* [Supplied records]:
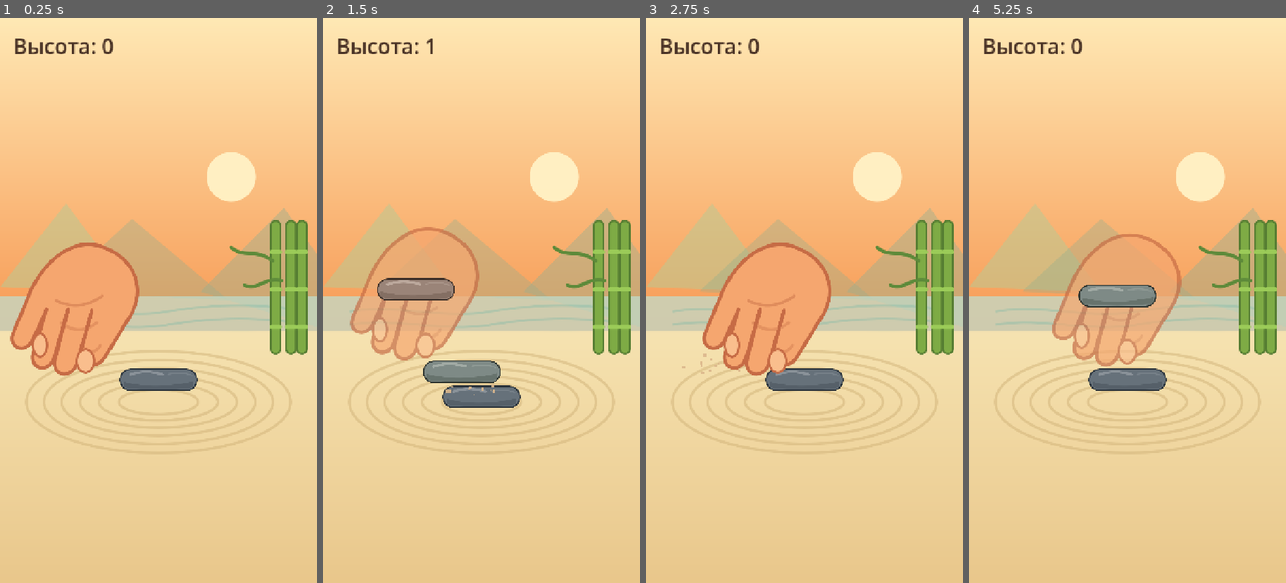
Above: before the commit, frames 1-4 (left to right).
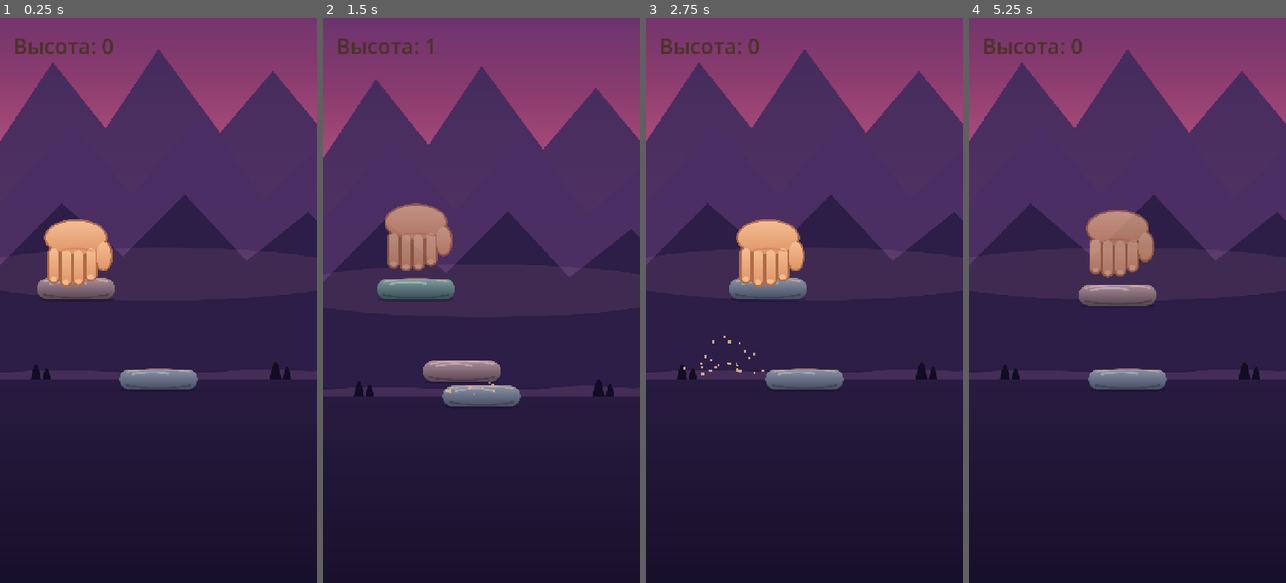
Above: after the commit, the same moments.

Repository: Babaika8/balance-tower
Game: Godot game, scene res://main.tscn
Two runs of this game, one before a commit and one after it. Both use one fixed random seed, a clock stepped at 60 frames per second and the inputs below.
Inputs (mouse positions are in pixels of both pictures, inside the frame that each line leads up to):
- Up to frame 1 (0.25 s): no input
- Up to frame 2 (1.5 s): tap Enter at 0.5 s; move the mouse to (551, 272) at 0.52 s; click (551, 272) at 0.67 s; tap Space at 0.77 s; move the mouse to (418, 328) at 1.27 s; click (418, 328) at 1.42 s
- Up to frame 3 (2.75 s): tap Space at 1.52 s; move the mouse to (836, 176) at 2.02 s; click (836, 176) at 2.17 s
- Up to frame 4 (5.25 s): move the mouse to (1111, 413) at 2.77 s; click (1111, 413) at 2.92 s; tap Space at 3.02, 3.77, 4.52 s; move the mouse to (1222, 385) at 3.52 s; click (1222, 385) at 3.67 s; move the mouse to (1032, 215) at 4.27 s; click (1032, 215) at 4.42 s; move the mouse to (1143, 300) at 5.02 s; click (1143, 300) at 5.17 s

The runs differ from the first frame. In frame 1, 98% of the frame differs, in the area x 0-100%, y 0-100%; in frame 2, 99%; in frame 3, 98%; in frame 4, 99%.

Commit message:
Original hand-drawn SVG skin: dusk valley bg, gradient stones, clean hand
Co-Authored-By: Claude Opus 4.8 <noreply@anthropic.com>

Diff:
--- a/assets/zen/background.svg
+++ b/assets/zen/background.svg
@@ -1,45 +1,56 @@
-<svg xmlns="http://www.w3.org/2000/svg" width="720" height="1280" viewBox="0 0 720 1280" role="img">
+<svg xmlns="http://www.w3.org/2000/svg" width="720" height="2400" viewBox="0 0 720 2400" role="img">
   <defs>
     <linearGradient id="sky" x1="0" y1="0" x2="0" y2="1">
-      <stop offset="0%" stop-color="#FFE9B5"/>
-      <stop offset="50%" stop-color="#F8A15D"/>
-      <stop offset="100%" stop-color="#E96F54"/>
+      <stop offset="0%" stop-color="#0B1030"/>
+      <stop offset="20%" stop-color="#1E1B52"/>
+      <stop offset="42%" stop-color="#45286E"/>
+      <stop offset="62%" stop-color="#8A3C6E"/>
+      <stop offset="80%" stop-color="#D2628A"/>
+      <stop offset="100%" stop-color="#F2A86A"/>
     </linearGradient>
-    <linearGradient id="sand" x1="0" y1="0" x2="0" y2="1">
-      <stop offset="0%" stop-color="#F6E3B1"/>
-      <stop offset="100%" stop-color="#E9C78B"/>
+    <linearGradient id="ground" x1="0" y1="0" x2="0" y2="1">
+      <stop offset="0%" stop-color="#2A1C42"/>
+      <stop offset="100%" stop-color="#150F28"/>
     </linearGradient>
+    <radialGradient id="moonGlow" cx="50%" cy="50%" r="50%">
+      <stop offset="0%" stop-color="#FFF4D8" stop-opacity="0.55"/>
+      <stop offset="100%" stop-color="#FFF4D8" stop-opacity="0"/>
+    </radialGradient>
   </defs>
-  <rect x="0" y="0" width="720" height="1280" fill="url(#sky)"/>
-  <circle cx="525" cy="360" r="56" fill="#FFF2C5" opacity="0.95"/>
-  <path d="M0,610 L150,420 L300,620 Z" fill="#B9C891" opacity=".55"/>
-  <path d="M120,620 L300,455 L520,640 Z" fill="#8DAF8E" opacity=".35"/>
-  <path d="M455,620 L645,430 L720,535 L720,700 Z" fill="#9BAF8D" opacity=".45"/>
-  <rect x="0" y="630" width="720" height="120" fill="#BDE0D1" opacity="0.7"/>
-  <path d="M60,665 C170,647 270,683 380,665 S600,647 700,665" fill="none" stroke="#89BCA7" stroke-width="5" opacity=".45"/>
-  <path d="M60,695 C170,677 270,713 380,695 S600,677 700,695" fill="none" stroke="#89BCA7" stroke-width="5" opacity=".45"/>
-  <path d="M60,725 C170,707 270,743 380,725 S600,707 700,725" fill="none" stroke="#89BCA7" stroke-width="5" opacity=".45"/>
-  <rect x="0" y="710" width="720" height="570" fill="url(#sand)"/>
-  <ellipse cx="360" cy="870" rx="300" ry="115" fill="none" stroke="#CFB178" stroke-width="6" opacity="0.5"/>
-  <ellipse cx="360" cy="870" rx="260" ry="95" fill="none" stroke="#CFB178" stroke-width="6" opacity="0.5"/>
-  <ellipse cx="360" cy="870" rx="220" ry="76" fill="none" stroke="#CFB178" stroke-width="6" opacity="0.5"/>
-  <ellipse cx="360" cy="870" rx="178" ry="58" fill="none" stroke="#CFB178" stroke-width="6" opacity="0.5"/>
-  <ellipse cx="360" cy="870" rx="135" ry="42" fill="none" stroke="#CFB178" stroke-width="6" opacity="0.5"/>
-  <ellipse cx="360" cy="870" rx="90" ry="28" fill="none" stroke="#CFB178" stroke-width="6" opacity="0.5"/>
-  <g>
-    <rect x="615" y="460" width="22" height="300" rx="10" fill="#7EAB45" stroke="#557D32" stroke-width="4"/>
-    <rect x="612" y="525" width="28" height="10" rx="5" fill="#9BCB58"/>
-    <rect x="612" y="610" width="28" height="10" rx="5" fill="#9BCB58"/>
-    <rect x="612" y="695" width="28" height="10" rx="5" fill="#9BCB58"/>
-    <rect x="650" y="460" width="22" height="300" rx="10" fill="#7EAB45" stroke="#557D32" stroke-width="4"/>
-    <rect x="647" y="525" width="28" height="10" rx="5" fill="#9BCB58"/>
-    <rect x="647" y="610" width="28" height="10" rx="5" fill="#9BCB58"/>
-    <rect x="647" y="695" width="28" height="10" rx="5" fill="#9BCB58"/>
-    <rect x="675" y="460" width="22" height="300" rx="10" fill="#7EAB45" stroke="#557D32" stroke-width="4"/>
-    <rect x="672" y="525" width="28" height="10" rx="5" fill="#9BCB58"/>
-    <rect x="672" y="610" width="28" height="10" rx="5" fill="#9BCB58"/>
-    <rect x="672" y="695" width="28" height="10" rx="5" fill="#9BCB58"/>
-    <path d="M620,550 C575,520 555,545 525,520" fill="none" stroke="#5D8A3A" stroke-width="8" stroke-linecap="round"/>
-    <path d="M640,595 C600,585 585,620 555,605" fill="none" stroke="#5D8A3A" stroke-width="8" stroke-linecap="round"/>
+
+  <rect x="0" y="0" width="720" height="1950" fill="url(#sky)"/>
+
+  <circle cx="540" cy="320" r="170" fill="url(#moonGlow)"/>
+  <circle cx="540" cy="320" r="78" fill="#FBF1D2"/>
+  <circle cx="566" cy="300" r="78" fill="#F2A86A" opacity="0.12"/>
+
+  <g fill="#FFFFFF">
+    <circle cx="90" cy="160" r="3"/><circle cx="180" cy="90" r="2"/>
+    <circle cx="300" cy="200" r="2.5"/><circle cx="410" cy="120" r="2"/>
+    <circle cx="640" cy="170" r="3"/><circle cx="690" cy="90" r="2"/>
+    <circle cx="120" cy="320" r="2"/><circle cx="250" cy="380" r="2.5"/>
+    <circle cx="60" cy="470" r="2"/><circle cx="360" cy="300" r="2"/>
+    <circle cx="470" cy="430" r="2.5"/><circle cx="660" cy="380" r="2"/>
+    <circle cx="200" cy="540" r="2"/><circle cx="430" cy="560" r="2"/>
+    <circle cx="610" cy="540" r="2.5"/><circle cx="320" cy="640" r="2"/>
+  </g>
+
+  <ellipse cx="250" cy="540" rx="150" ry="16" fill="#FFFFFF" opacity="0.06"/>
+  <ellipse cx="560" cy="700" rx="180" ry="18" fill="#FFFFFF" opacity="0.05"/>
+
+  <path d="M0,1360 L120,1180 L240,1330 L360,1150 L500,1340 L620,1200 L720,1320 L720,1700 L0,1700 Z" fill="#3A2A5C" opacity="0.85"/>
+  <path d="M0,1500 L160,1320 L300,1480 L460,1300 L600,1490 L720,1380 L720,1760 L0,1760 Z" fill="#4A2E64" opacity="0.9"/>
+  <path d="M0,1640 L140,1500 L280,1620 L420,1480 L560,1630 L700,1520 L720,1540 L720,1900 L0,1900 Z" fill="#2C1E46"/>
+
+  <ellipse cx="360" cy="1660" rx="460" ry="60" fill="#E9A6C0" opacity="0.10"/>
+
+  <rect x="0" y="1880" width="720" height="520" fill="url(#ground)"/>
+  <path d="M0,1885 C180,1865 360,1900 540,1878 C620,1869 680,1884 720,1880 L720,1900 L0,1900 Z" fill="#5A3C68" opacity="0.55"/>
+
+  <g fill="#120C24">
+    <path d="M70,1900 q12,-70 24,0 Z"/>
+    <path d="M96,1900 q10,-54 20,0 Z"/>
+    <path d="M612,1900 q14,-80 28,0 Z"/>
+    <path d="M642,1900 q10,-58 20,0 Z"/>
   </g>
 </svg>
--- a/assets/zen/hand.svg
+++ b/assets/zen/hand.svg
@@ -1,8 +1,29 @@
-<svg xmlns="http://www.w3.org/2000/svg" width="258" height="270" viewBox="-12 -86 258 270" role="img">
-  <path d="M160,-55 C210,-35 230,15 203,60 L160,130 C145,155 111,147 119,116 L137,52 L112,140 C103,171 66,165 74,134 L96,50 L72,132 C64,160 30,153 36,126 L59,50 L35,103 C23,126 -8,116 2,90 L33,16 C54,-28 103,-79 160,-55 Z" fill="#F5A66F" stroke="#C66B45" stroke-width="6" stroke-linejoin="round"/>
-  <path d="M76,35 C103,48 129,45 154,27" fill="none" stroke="#C66B45" stroke-width="5" stroke-linecap="round" opacity=".45"/>
-  <path d="M84,73 C104,88 126,88 145,73" fill="none" stroke="#C66B45" stroke-width="5" stroke-linecap="round" opacity=".35"/>
-  <path d="M116,118 C128,128 145,124 151,111" fill="none" stroke="#C66B45" stroke-width="5" stroke-linecap="round" opacity=".35"/>
-  <ellipse cx="48" cy="111" rx="12" ry="20" fill="#F9BE8D" stroke="#C66B45" stroke-width="4"/>
-  <ellipse cx="126" cy="138" rx="15" ry="20" fill="#F9BE8D" stroke="#C66B45" stroke-width="4"/>
+<svg xmlns="http://www.w3.org/2000/svg" width="240" height="210" viewBox="0 0 240 210" role="img">
+  <defs>
+    <linearGradient id="sk" x1="0" y1="0" x2="0" y2="1">
+      <stop offset="0%" stop-color="#F4BE92"/>
+      <stop offset="100%" stop-color="#DE9568"/>
+    </linearGradient>
+  </defs>
+  <g stroke="#B06A44" stroke-width="10" stroke-linejoin="round" stroke-linecap="round" fill="#B06A44">
+    <ellipse cx="120" cy="58" rx="82" ry="46"/>
+    <rect x="46" y="88" width="26" height="92" rx="13"/>
+    <rect x="80" y="92" width="26" height="96" rx="13"/>
+    <rect x="114" y="92" width="26" height="94" rx="13"/>
+    <rect x="148" y="88" width="26" height="86" rx="13"/>
+    <ellipse cx="196" cy="108" rx="20" ry="38"/>
+  </g>
+  <g fill="url(#sk)">
+    <ellipse cx="120" cy="58" rx="82" ry="46"/>
+    <rect x="46" y="88" width="26" height="92" rx="13"/>
+    <rect x="80" y="92" width="26" height="96" rx="13"/>
+    <rect x="114" y="92" width="26" height="94" rx="13"/>
+    <rect x="148" y="88" width="26" height="86" rx="13"/>
+    <ellipse cx="196" cy="108" rx="20" ry="38"/>
+  </g>
+  <path d="M70,96 q50,-16 100,0" fill="none" stroke="#C97E55" stroke-width="5" opacity="0.5"/>
+  <g fill="#F8D2AC" opacity="0.6">
+    <ellipse cx="59" cy="172" rx="9" ry="7"/><ellipse cx="93" cy="180" rx="9" ry="7"/>
+    <ellipse cx="127" cy="178" rx="9" ry="7"/><ellipse cx="161" cy="166" rx="9" ry="7"/>
+  </g>
 </svg>
--- a/assets/zen/stone.svg
+++ b/assets/zen/stone.svg
@@ -1,6 +1,14 @@
-<svg xmlns="http://www.w3.org/2000/svg" width="253" height="76" viewBox="-4 -4 253 76" role="img">
-  <rect x="0" y="0" width="245" height="68" rx="34" fill="#66717A" stroke="#28313A" stroke-width="4"/>
-  <path d="M10,39.44 C70,57.8 165,55.76 235,38.08 L235,58 C175,68 70,68 10,58 Z" fill="#38404A" opacity=".35"/>
-  <path d="M32,17 C75,3.4 105,8.16 135,16.32" fill="none" stroke="#A8ADB2" stroke-width="8" stroke-linecap="round" opacity=".55"/>
-  <path d="M155,15.64 C185,9.52 216,12.24 230,20.4" fill="none" stroke="#A8ADB2" stroke-width="4" stroke-linecap="round" opacity=".25"/>
+<svg xmlns="http://www.w3.org/2000/svg" width="244" height="72" viewBox="-2 -2 244 72" role="img">
+  <defs>
+    <linearGradient id="g" x1="0" y1="0" x2="0" y2="1">
+      <stop offset="0%" stop-color="#8C95A8"/>
+      <stop offset="55%" stop-color="#646C82"/>
+      <stop offset="100%" stop-color="#454C62"/>
+    </linearGradient>
+  </defs>
+  <ellipse cx="120" cy="64" rx="118" ry="9" fill="#0E0A1C" opacity="0.28"/>
+  <rect x="0" y="0" width="240" height="64" rx="32" fill="url(#g)"/>
+  <path d="M22,10 C70,-2 175,-2 218,10" fill="none" stroke="#F4B888" stroke-width="5" stroke-linecap="round" opacity="0.5"/>
+  <path d="M40,16 C80,8 120,8 150,15" fill="none" stroke="#C9D0DE" stroke-width="6" stroke-linecap="round" opacity="0.45"/>
+  <path d="M18,46 C70,60 175,60 222,46 L222,52 C175,64 70,64 18,52 Z" fill="#2C3145" opacity="0.45"/>
 </svg>
--- a/assets/zen/stone2.svg
+++ b/assets/zen/stone2.svg
@@ -1,6 +1,14 @@
-<svg xmlns="http://www.w3.org/2000/svg" width="253" height="76" viewBox="-4 -4 253 76" role="img">
-  <rect x="0" y="0" width="245" height="68" rx="34" fill="#7E8A86" stroke="#2C332F" stroke-width="4"/>
-  <path d="M10,39.44 C70,57.8 165,55.76 235,38.08 L235,58 C175,68 70,68 10,58 Z" fill="#3C463F" opacity=".35"/>
-  <path d="M32,17 C75,3.4 105,8.16 135,16.32" fill="none" stroke="#BFC6BF" stroke-width="8" stroke-linecap="round" opacity=".55"/>
-  <path d="M155,15.64 C185,9.52 216,12.24 230,20.4" fill="none" stroke="#BFC6BF" stroke-width="4" stroke-linecap="round" opacity=".25"/>
+<svg xmlns="http://www.w3.org/2000/svg" width="244" height="72" viewBox="-2 -2 244 72" role="img">
+  <defs>
+    <linearGradient id="g2" x1="0" y1="0" x2="0" y2="1">
+      <stop offset="0%" stop-color="#A8929C"/>
+      <stop offset="55%" stop-color="#7C6470"/>
+      <stop offset="100%" stop-color="#564653"/>
+    </linearGradient>
+  </defs>
+  <ellipse cx="120" cy="64" rx="118" ry="9" fill="#0E0A1C" opacity="0.28"/>
+  <rect x="0" y="0" width="240" height="64" rx="32" fill="url(#g2)"/>
+  <path d="M22,10 C70,-2 175,-2 218,10" fill="none" stroke="#F6C49A" stroke-width="5" stroke-linecap="round" opacity="0.5"/>
+  <path d="M40,16 C80,8 120,8 150,15" fill="none" stroke="#E0CFD6" stroke-width="6" stroke-linecap="round" opacity="0.45"/>
+  <path d="M18,46 C70,60 175,60 222,46 L222,52 C175,64 70,64 18,52 Z" fill="#352734" opacity="0.45"/>
 </svg>
--- a/assets/zen/stone3.svg
+++ b/assets/zen/stone3.svg
@@ -1,6 +1,14 @@
-<svg xmlns="http://www.w3.org/2000/svg" width="253" height="76" viewBox="-4 -4 253 76" role="img">
-  <rect x="0" y="0" width="245" height="68" rx="34" fill="#9A8478" stroke="#3A2E27" stroke-width="4"/>
-  <path d="M10,39.44 C70,57.8 165,55.76 235,38.08 L235,58 C175,68 70,68 10,58 Z" fill="#5A463C" opacity=".35"/>
-  <path d="M32,17 C75,3.4 105,8.16 135,16.32" fill="none" stroke="#D8C8BC" stroke-width="8" stroke-linecap="round" opacity=".55"/>
-  <path d="M155,15.64 C185,9.52 216,12.24 230,20.4" fill="none" stroke="#D8C8BC" stroke-width="4" stroke-linecap="round" opacity=".25"/>
+<svg xmlns="http://www.w3.org/2000/svg" width="244" height="72" viewBox="-2 -2 244 72" role="img">
+  <defs>
+    <linearGradient id="g3" x1="0" y1="0" x2="0" y2="1">
+      <stop offset="0%" stop-color="#7FA0A0"/>
+      <stop offset="55%" stop-color="#566F74"/>
+      <stop offset="100%" stop-color="#3B4F54"/>
+    </linearGradient>
+  </defs>
+  <ellipse cx="120" cy="64" rx="118" ry="9" fill="#0E0A1C" opacity="0.28"/>
+  <rect x="0" y="0" width="240" height="64" rx="32" fill="url(#g3)"/>
+  <path d="M22,10 C70,-2 175,-2 218,10" fill="none" stroke="#F2BC8E" stroke-width="5" stroke-linecap="round" opacity="0.45"/>
+  <path d="M40,16 C80,8 120,8 150,15" fill="none" stroke="#CBDAD9" stroke-width="6" stroke-linecap="round" opacity="0.45"/>
+  <path d="M18,46 C70,60 175,60 222,46 L222,52 C175,64 70,64 18,52 Z" fill="#243336" opacity="0.45"/>
 </svg>
--- a/game.gd
+++ b/game.gd
@@ -493,11 +493,9 @@
 func _add_hand_top(parent: Node, size: Vector2) -> void:
 	var hand_tex: Texture2D = theme.get("hand")
 	if hand_tex:
-		var sp := _sprite_scaled_to_width(hand_tex, size.x * 1.9)
-		var hand_h := hand_tex.get_height() * sp.scale.y
-		# Точка хвата (между пальцами и большим) смещена от центра картинки —
-		# сдвигаем спрайт так, чтобы хват пришёлся ровно на камень.
-		sp.position = Vector2(10.0, -size.y / 2.0 - hand_h / 2.0 + 250.0)
+		var sp := _sprite_scaled_to_width(hand_tex, size.x * 1.1)
+		# В hand.svg кончики пальцев ~ y=185 при центре viewBox 105 → +80 от центра.
+		sp.position = Vector2(0.0, -size.y / 2.0 - 80.0 * sp.scale.y + 14.0)
 		parent.add_child(sp)
 		parent.set_meta("hand_node", sp)
 		return
Not shown, changed: build/web/index.html
Not shown, changed: build/web/index.pck

* [Work required]:
Copy out each line of the material in which the word "Space" turns up.

* [Task output]:
- Up to frame 2 (1.5 s): tap Enter at 0.5 s; move the mouse to (551, 272) at 0.52 s; click (551, 272) at 0.67 s; tap Space at 0.77 s; move the mouse to (418, 328) at 1.27 s; click (418, 328) at 1.42 s
- Up to frame 3 (2.75 s): tap Space at 1.52 s; move the mouse to (836, 176) at 2.02 s; click (836, 176) at 2.17 s
- Up to frame 4 (5.25 s): move the mouse to (1111, 413) at 2.77 s; click (1111, 413) at 2.92 s; tap Space at 3.02, 3.77, 4.52 s; move the mouse to (1222, 385) at 3.52 s; click (1222, 385) at 3.67 s; move the mouse to (1032, 215) at 4.27 s; click (1032, 215) at 4.42 s; move the mouse to (1143, 300) at 5.02 s; click (1143, 300) at 5.17 s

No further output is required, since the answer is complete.